A great presentation showing the amazing world of microchip design using 3D space via multiple layers of silicon. See also this more detailed diagram showing how an RF device using this technique is designed using the different levels to connect the various essential electrical pathways together (RF Device Elemental Structures: Slide #14 in presentation).

1F RF device

[vi]   Natalia Naumova and Job Dekker, “Integrating one-dimensional and three-dimensional maps of genomes,” Journal of Cell Science, Figure 2, 2013. https://jcs.biologists.org/content/123/12/1979.full.  
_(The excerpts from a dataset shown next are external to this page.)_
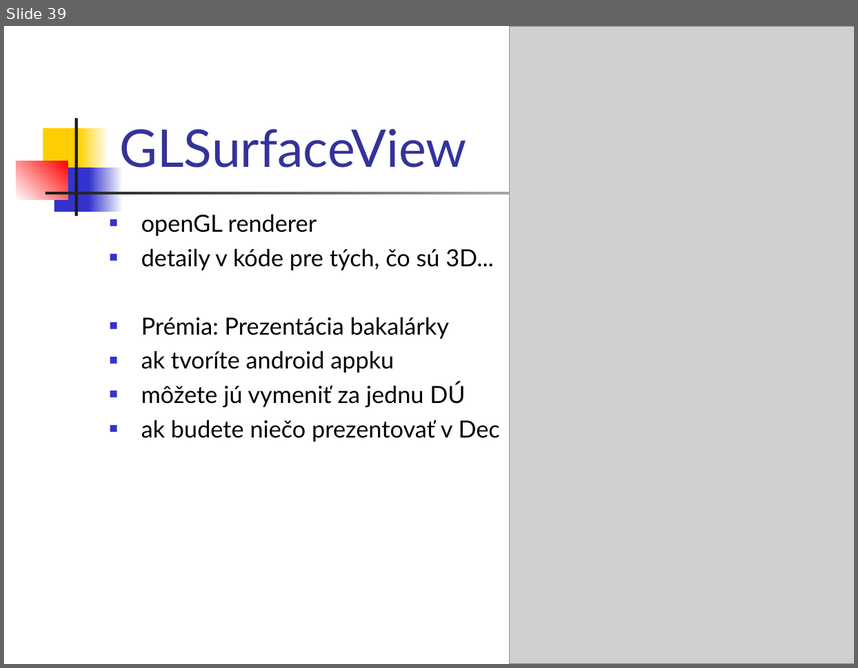
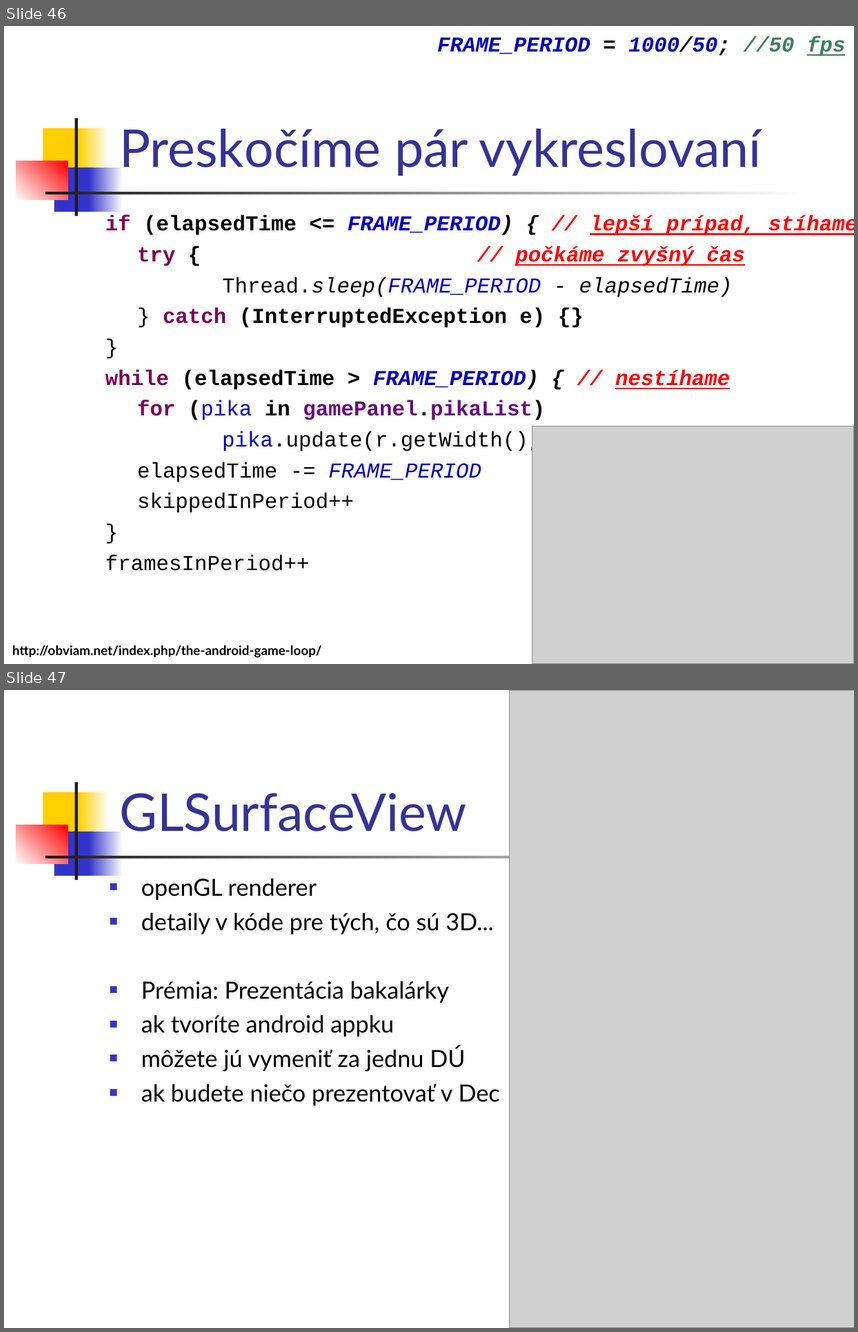
Before and after one commit to vmandro/Prednasky, a slide deck: 04/04_Android.ppt. Shown one above the other, each under a label of ours: slide 39 before the commit, slides 46 and 47 after it. The pictures are 858x668 and 858x1332 pixels, drawn with LibreOffice and Linux fonts; fonts in the diff are those of the drawing; grey boxes stand for pictures. Boxes give left, top, right and bottom in pixels: in the first picture for what was removed or moved away, otherwise in the second. Text is boxed around its words. In the diff, an @@ line names an element or a change of style, - is before the commit and + after.

```diff
--- a/04/04_Android.ppt
+++ b/04/04_Android.ppt
@@ slide 46 added at (4, 26, 854, 664), background #FFFFFF; not listed: 7 template elements that a slide beside it also shows @@
@@ text added at (437, 36, 845, 56), 18 pt, text #0000C0, bold, italic @@
+FRAME_PERIOD = 1000/50; //50 fps
@@ title added at (119, 128, 762, 176), 44 pt, text #333399 @@
+Preskočíme pár vykreslovaní
@@ text added at (105, 215, 854, 570), 18 pt, text #000000, bold @@
+if (elapsedTime <= FRAME_PERIOD) { // lepší prípad, stíhame
+try { // počkáme zvyšný čas
+Thread.sleep(FRAME_PERIOD - elapsedTime)
+} catch (InterruptedException e) {}
+}
+while (elapsedTime > FRAME_PERIOD) { // nestíhame
+for (pika in gamePanel.pikaList)
+pika.update(r.getWidth(), r.getHeight())
+elapsedTime -= FRAME_PERIOD
+skippedInPeriod++
+}
+framesInPeriod++
@@ picture added at (532, 426, 854, 664) @@
@@ text added at (12, 645, 321, 657), 11 pt, text #000000, bold @@
+http://obviam.net/index.php/the-android-game-loop/
@@ what was slide 39 is now slide 47 @@
```
Also in this commit, not shown: 20 slides changed, 7 other slides added, 3 other files.

 Summary: “Genomes exist in vivo as complex physical structures, and their functional output (i.e. the gene expression profile of a cell) is related to their spatial organization inside the nucleus as well as to local chromatin status. Chromatin modifications and chromosome conformation are distinct in different tissues and cell types, which corresponds closely with the diversity in gene-expression patterns found in different tissues of the body. The biological processes and mechanisms driving these general correlations are currently the topic of intense study. An emerging theme is that genome compartmentalization – both along the linear length of chromosomes, and in three dimensions by the spatial colocalization of chromatin domains and genomic loci from across the genome – is a crucial parameter in regulating genome expression. In this Commentary, we propose that a full understanding of genome regulation requires integrating three different types of data: first, one-dimensional data regarding the state of local chromatin – such as patterns of protein binding along chromosomes; second, three-dimensional data that describe the population-averaged folding of chromatin inside cells and; third, single-cell observations of three-dimensional spatial colocalization of genetic loci and trans factors that reveal information about their dynamics and frequency of colocalization.” [emphasis added]

Figure 2 Caption:

“3D genome analysis. The spatial organization of genomes can be studied using single-cell methods or using population-based methods, and at different resolutions or length scales (A-D). (A) A hypothetical pair of metaphase chromosomes. 1D compartmentalization is indicated: constitutive heterochromatin domains include the centromere (cen), pericentromeric heterochromatin (subcen het) and telomeres (tel). Chromosome arms further consist of alternating active and repressed domains (indicated by different colors). Numbers indicate (chromosomal) regions to be analysed by 3D methods in panels B, C and D. (B) Spatial organization of chromosomes shown in A in the interphase nucleus. Chromosomal regions that are located far apart on the same chromosome (2 and 3) or located on different chromosomes (1 and 2, 1 and 3) can colocalize in 3D to form spatial compartments. (C) A higher-resolution (Mb scale) analysis of cis and trans associations of chromosomal regions 1 to 3 shown in B. At this resolution, associations of groups of genes can be detected surrounding subnuclear structures such as transcription factories (green circles) and splicing bodies [characterized by the presence of the splicing factor SC35 (red)].

For example, a trans interaction between regions 1 and 2 can occur through colocalization to the same transcription factory … or to two different transcription factories that are both associated with one SC35 granule …. (D) High-resolution (Kb scale) analysis of 3D folding and long-range associations that can be studied using 3C-based methods. At this scale, specific looping interactions can be detected between genes and regulatory elements. This scheme provides an example of a 3C analysis in which the interaction probability of a single defined genomic element is mapped throughout the larger region 3 (right). Peaks in this 3C map indicate long-range interactions that suggest a looped conformation (indicated on the left).”